In diesem Zusammenhang erschien mir eine nähere Untersuchung dieser movierten Bildungen als spannend und aktuell. Diese Proseminararbeit versucht also, das Wortbildungsverfahren der Movierung näher zu behandeln und deren synchrone Restriktionen zu erläutern.

Zunächst wird Grundlegendes zur Movierung dargestellt, wobei zusätzlich auf die Funktion dieses Wortbildungsverfahrens in der deutschen Sprache eingegangen wird. Im zweiten Teil dieses Kapitels werden weitere Möglichkeiten der Geschlechtsspezifikation präsentiert und konzise mit der Movierung verglichen. Hinzu kommt eine kurze Annährung an das Thema „generisches Maskulinum“ mit einer historischen Betrachtung dessen. Im dritten Kapitel wird in verkürzter Form auf das Verhältnis zwischen Genus und Sexus eingegangen, wobei spezieller Fokus auf die Bestimmung des Genus anhand morphologischer Elemente gelegt wird. Auf die Bestimmung des Genus anhand semantischer und lautlicher Elemente wird verzichtet, da dies den Rahmen einer Proseminararbeit sprengen würde.

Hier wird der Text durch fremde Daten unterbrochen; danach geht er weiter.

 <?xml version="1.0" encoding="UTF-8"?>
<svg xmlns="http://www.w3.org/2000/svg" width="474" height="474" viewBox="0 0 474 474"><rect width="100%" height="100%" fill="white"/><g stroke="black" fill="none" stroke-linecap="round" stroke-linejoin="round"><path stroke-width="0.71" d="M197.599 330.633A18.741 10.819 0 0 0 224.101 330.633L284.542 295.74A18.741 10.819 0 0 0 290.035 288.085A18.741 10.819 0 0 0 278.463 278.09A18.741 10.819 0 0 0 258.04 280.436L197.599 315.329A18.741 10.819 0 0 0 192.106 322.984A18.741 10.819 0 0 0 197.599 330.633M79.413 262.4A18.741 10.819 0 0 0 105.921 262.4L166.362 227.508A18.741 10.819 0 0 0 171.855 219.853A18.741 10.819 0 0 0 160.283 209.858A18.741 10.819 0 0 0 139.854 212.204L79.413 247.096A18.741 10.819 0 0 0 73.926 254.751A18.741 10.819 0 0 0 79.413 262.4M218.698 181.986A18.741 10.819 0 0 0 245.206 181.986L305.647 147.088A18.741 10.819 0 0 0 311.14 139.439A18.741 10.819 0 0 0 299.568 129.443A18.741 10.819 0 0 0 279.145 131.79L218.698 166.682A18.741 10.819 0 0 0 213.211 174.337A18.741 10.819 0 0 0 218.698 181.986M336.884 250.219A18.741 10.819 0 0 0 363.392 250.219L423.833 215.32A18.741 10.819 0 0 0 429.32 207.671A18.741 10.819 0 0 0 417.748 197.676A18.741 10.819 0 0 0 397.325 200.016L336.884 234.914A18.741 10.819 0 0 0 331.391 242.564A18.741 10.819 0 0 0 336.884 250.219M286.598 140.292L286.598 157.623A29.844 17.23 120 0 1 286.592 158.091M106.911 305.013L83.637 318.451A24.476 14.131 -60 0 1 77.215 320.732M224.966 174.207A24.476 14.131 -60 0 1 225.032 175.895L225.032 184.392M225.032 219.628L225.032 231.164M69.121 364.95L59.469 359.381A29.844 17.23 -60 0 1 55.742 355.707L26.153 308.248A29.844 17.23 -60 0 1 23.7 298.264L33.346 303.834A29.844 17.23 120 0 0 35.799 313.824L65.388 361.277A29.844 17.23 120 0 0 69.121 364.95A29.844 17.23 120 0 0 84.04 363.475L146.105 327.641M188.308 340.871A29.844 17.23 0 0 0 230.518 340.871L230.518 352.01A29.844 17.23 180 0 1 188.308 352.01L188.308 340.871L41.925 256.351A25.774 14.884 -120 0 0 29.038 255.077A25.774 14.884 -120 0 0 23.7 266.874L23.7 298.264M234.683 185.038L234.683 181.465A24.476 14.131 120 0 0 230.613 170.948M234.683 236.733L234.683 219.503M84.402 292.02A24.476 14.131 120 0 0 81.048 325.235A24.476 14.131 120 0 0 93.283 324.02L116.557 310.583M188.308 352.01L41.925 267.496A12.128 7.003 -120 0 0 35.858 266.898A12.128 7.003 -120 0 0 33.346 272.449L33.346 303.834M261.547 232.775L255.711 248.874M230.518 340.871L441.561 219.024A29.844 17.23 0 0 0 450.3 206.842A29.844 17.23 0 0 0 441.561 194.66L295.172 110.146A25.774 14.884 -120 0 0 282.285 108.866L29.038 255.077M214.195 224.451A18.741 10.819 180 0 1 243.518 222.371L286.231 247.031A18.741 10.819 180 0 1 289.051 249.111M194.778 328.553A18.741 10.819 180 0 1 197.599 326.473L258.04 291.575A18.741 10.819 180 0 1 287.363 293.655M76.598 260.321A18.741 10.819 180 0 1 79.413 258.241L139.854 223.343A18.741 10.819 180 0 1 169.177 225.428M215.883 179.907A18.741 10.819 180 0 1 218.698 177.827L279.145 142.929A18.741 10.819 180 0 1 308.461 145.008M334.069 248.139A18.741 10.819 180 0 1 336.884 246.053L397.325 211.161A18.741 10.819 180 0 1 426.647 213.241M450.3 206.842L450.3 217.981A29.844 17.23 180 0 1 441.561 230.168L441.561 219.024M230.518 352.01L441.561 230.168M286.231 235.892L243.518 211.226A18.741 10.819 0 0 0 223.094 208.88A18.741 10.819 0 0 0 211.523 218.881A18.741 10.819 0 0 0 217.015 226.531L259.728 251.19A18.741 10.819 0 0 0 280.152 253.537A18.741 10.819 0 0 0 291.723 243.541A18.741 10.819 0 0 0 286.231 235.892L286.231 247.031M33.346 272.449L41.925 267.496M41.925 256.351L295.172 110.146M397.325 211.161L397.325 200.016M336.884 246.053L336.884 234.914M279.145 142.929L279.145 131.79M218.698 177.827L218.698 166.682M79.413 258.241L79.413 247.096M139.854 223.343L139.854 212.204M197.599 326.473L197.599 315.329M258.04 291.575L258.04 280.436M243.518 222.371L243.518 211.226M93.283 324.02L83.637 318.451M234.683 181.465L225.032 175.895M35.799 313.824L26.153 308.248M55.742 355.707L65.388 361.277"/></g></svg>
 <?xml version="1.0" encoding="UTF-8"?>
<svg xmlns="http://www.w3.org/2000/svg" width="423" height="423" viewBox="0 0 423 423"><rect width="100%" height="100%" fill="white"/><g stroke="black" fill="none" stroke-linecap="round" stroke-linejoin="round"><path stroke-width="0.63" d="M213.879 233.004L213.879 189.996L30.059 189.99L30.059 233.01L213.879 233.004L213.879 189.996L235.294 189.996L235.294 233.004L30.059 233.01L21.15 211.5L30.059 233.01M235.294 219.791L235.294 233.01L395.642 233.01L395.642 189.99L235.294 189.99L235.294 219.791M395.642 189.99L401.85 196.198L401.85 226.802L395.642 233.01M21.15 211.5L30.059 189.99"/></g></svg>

Den Hauptteil der Arbeit bildet die Untersuchung des Produktivitätswandels der Movierung zur Bildung femininer Nomina. Weiters möchte ich mich auf die Analyse synchroner Restriktionen der movierten Bildungen fokussieren, wobei ich einen vergleichenden Blick auf die Movierung des Althochdeutschen, des Mittelhochdeutschen und des Neuhochdeutschen werfen werde. Abschließend werde ich die Ergebnisse meiner Arbeit sammeln und ausgewertet präsentieren. 3

2. Einführung in die Movierung

2.1 Grundsätzliches

In einer Arbeit, die sich mit dem Wortbildungsverfahren der Movierung befasst, scheint es unumgänglich, dieses zumindest in den Grundzügen zu definieren. Aus diesem Grund wird der Prozess der Movierung in diesem Kapitel näher erläutert sowie auf deren Funktion und Realisierung eingegangen.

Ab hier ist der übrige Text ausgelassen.